I underwent routine bloodwork during my regular gynecological checkup. It showed a hemoglobin of 16.4 g/dL and hematocrit of 47.3 %. All other laboratory values are normal, and I do not have any symptoms. I am currently on Norethindrone for birth control and Spironolactone 100 mg for cystic acne. My doctor has referred me to a hematologist. Is this necessary? Should I be worried?
Elevated hemoglobin is seen in dehydration, smokers, people living at high altitudes, congestive cardiac failure, chronic obstructive pulmonary disease, erythropoietin secreting adenomas of the kidney, and rarely could be a part of primary polycythemia. I suggest you rule out the causes of your elevated hemoglobin. If all causes are excluded, then kindly get JAK2 (Janus kinase 2), CML (chronic myelogenous leukemia) mutation tests done. Even in primary polycythemia, also called polycythemia rubra vera, these mutations will be negative frequently. In cases of secondary polycythemia, the treatment of elevated hemoglobin is to treat the cause. In primary polycythemia, if JAK2 is negative, the treatment is therapeutic phlebotomy or venesection. The goal is to keep hemoglobin and hematocrit within range.

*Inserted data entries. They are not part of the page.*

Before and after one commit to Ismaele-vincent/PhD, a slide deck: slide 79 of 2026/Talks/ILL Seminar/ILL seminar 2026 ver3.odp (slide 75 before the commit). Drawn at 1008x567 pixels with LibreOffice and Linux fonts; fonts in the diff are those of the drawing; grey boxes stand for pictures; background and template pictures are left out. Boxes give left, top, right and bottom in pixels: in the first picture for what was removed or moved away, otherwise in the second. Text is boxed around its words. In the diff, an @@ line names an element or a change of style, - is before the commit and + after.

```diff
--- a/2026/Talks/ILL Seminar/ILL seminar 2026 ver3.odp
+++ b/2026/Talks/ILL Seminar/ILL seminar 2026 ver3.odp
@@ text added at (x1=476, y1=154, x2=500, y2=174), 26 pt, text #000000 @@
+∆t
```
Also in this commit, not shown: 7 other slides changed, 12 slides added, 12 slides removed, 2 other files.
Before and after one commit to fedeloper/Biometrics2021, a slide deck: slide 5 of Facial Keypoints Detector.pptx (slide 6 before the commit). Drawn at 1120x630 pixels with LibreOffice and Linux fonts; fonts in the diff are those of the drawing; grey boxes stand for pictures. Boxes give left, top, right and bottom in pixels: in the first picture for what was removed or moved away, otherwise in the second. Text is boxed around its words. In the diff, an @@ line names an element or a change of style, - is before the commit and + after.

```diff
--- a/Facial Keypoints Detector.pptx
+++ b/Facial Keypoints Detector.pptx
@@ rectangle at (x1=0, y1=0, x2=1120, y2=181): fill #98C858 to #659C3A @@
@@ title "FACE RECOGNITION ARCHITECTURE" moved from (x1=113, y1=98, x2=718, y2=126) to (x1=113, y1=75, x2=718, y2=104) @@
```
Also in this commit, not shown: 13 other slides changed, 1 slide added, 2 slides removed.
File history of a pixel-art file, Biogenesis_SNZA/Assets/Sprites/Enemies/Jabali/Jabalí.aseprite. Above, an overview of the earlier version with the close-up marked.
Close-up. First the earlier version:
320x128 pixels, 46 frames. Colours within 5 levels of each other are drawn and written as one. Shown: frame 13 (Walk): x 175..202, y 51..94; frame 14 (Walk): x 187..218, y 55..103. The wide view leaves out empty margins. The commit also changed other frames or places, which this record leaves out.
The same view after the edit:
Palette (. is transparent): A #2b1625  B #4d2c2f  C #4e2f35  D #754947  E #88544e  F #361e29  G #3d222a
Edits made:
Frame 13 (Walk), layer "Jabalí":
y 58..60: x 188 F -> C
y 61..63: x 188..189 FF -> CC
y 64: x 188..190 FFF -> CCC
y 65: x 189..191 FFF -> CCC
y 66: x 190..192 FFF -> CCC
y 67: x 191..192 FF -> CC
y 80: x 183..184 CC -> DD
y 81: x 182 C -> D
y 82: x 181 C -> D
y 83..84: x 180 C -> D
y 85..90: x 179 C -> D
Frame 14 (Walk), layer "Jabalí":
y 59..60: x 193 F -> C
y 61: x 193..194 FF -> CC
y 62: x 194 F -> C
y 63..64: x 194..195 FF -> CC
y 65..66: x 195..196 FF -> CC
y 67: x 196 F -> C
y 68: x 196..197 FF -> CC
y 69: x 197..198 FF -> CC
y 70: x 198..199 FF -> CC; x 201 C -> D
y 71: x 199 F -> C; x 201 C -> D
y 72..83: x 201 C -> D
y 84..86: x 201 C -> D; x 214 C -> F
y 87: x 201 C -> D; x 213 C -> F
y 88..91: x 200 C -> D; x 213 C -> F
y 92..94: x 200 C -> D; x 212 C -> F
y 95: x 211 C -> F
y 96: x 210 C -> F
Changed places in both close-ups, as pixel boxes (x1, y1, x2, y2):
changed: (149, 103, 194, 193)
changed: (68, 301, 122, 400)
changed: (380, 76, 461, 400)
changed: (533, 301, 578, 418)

But repeated venesections or phlebotomies can lead to micronutrient deficiency, especially iron. The patient should be given micronutrient replacement therapy.
For JAK2 positive patients, tablet Ruxolitinib are given in a dose of 5 to 15 mg per day. Another option is IFN-alpha (immune interferon) in low doses in both JAK2 positive and negative cases. Meanwhile, along with all therapeutic modalities, thrombophilia prophylaxis is given. This is not a life-threatening disease. So, do not worry.